[EXTRACTED DATA — start]

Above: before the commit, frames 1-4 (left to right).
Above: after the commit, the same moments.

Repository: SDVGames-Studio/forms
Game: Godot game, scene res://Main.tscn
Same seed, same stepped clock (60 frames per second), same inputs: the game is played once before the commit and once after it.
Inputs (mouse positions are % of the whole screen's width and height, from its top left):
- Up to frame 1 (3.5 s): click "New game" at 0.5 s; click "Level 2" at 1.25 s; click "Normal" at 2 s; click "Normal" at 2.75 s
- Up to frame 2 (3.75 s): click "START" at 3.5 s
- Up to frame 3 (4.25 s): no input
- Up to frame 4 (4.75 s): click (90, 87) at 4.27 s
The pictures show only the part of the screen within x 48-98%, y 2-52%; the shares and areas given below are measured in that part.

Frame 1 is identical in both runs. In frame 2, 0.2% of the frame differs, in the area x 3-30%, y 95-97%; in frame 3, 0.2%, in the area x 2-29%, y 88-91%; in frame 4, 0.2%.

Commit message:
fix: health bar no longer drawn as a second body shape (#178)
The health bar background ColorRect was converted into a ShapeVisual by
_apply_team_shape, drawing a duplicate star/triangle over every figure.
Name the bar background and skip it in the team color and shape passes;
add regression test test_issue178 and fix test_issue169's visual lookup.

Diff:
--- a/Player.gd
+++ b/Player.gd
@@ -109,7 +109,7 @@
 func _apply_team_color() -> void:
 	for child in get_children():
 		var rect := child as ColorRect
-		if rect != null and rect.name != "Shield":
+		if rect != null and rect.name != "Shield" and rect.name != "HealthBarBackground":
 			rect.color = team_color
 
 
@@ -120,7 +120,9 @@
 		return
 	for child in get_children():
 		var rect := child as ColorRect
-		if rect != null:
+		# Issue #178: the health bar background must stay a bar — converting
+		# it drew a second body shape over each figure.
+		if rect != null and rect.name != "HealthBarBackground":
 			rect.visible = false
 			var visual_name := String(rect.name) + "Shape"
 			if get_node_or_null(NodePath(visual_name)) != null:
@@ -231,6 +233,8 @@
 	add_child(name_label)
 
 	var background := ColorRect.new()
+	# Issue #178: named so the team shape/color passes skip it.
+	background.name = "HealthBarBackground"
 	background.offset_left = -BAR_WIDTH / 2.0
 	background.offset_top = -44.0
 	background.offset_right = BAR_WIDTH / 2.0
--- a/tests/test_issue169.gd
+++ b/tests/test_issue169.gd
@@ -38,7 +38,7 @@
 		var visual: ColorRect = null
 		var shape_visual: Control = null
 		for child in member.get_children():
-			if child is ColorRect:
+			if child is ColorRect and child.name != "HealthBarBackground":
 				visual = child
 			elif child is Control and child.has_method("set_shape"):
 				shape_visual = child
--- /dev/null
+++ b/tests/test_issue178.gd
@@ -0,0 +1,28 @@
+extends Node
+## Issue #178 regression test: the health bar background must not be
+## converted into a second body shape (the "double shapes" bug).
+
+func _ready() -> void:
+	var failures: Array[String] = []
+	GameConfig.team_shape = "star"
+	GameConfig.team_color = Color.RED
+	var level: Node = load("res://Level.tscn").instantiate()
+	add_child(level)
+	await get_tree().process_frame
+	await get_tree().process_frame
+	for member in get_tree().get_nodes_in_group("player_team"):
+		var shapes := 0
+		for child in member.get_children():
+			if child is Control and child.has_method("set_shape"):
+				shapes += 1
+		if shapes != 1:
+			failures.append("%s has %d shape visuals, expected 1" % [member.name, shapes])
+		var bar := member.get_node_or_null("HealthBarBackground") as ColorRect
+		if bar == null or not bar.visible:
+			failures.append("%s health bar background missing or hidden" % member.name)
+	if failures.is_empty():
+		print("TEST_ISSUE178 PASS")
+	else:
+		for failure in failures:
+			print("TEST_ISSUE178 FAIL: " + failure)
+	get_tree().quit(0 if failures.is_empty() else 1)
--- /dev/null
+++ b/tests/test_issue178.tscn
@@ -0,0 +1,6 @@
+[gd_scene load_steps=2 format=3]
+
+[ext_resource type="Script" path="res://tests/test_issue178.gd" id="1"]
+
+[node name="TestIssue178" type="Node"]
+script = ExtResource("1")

[EXTRACTED DATA — finish]

Restate the entries above word for word, beginning with their first line and ending with the line holding "The pictures show"; omit everything else.

Above: before the commit, frames 1-4 (left to right).
Above: after the commit, the same moments.

Repository: SDVGames-Studio/forms
Game: Godot game, scene res://Main.tscn
Same seed, same stepped clock (60 frames per second), same inputs: the game is played once before the commit and once after it.
Inputs (mouse positions are % of the whole screen's width and height, from its top left):
- Up to frame 1 (3.5 s): click "New game" at 0.5 s; click "Level 2" at 1.25 s; click "Normal" at 2 s; click "Normal" at 2.75 s
- Up to frame 2 (3.75 s): click "START" at 3.5 s
- Up to frame 3 (4.25 s): no input
- Up to frame 4 (4.75 s): click (90, 87) at 4.27 s
The pictures show only the part of the screen within x 48-98%, y 2-52%; the shares and areas given below are measured in that part.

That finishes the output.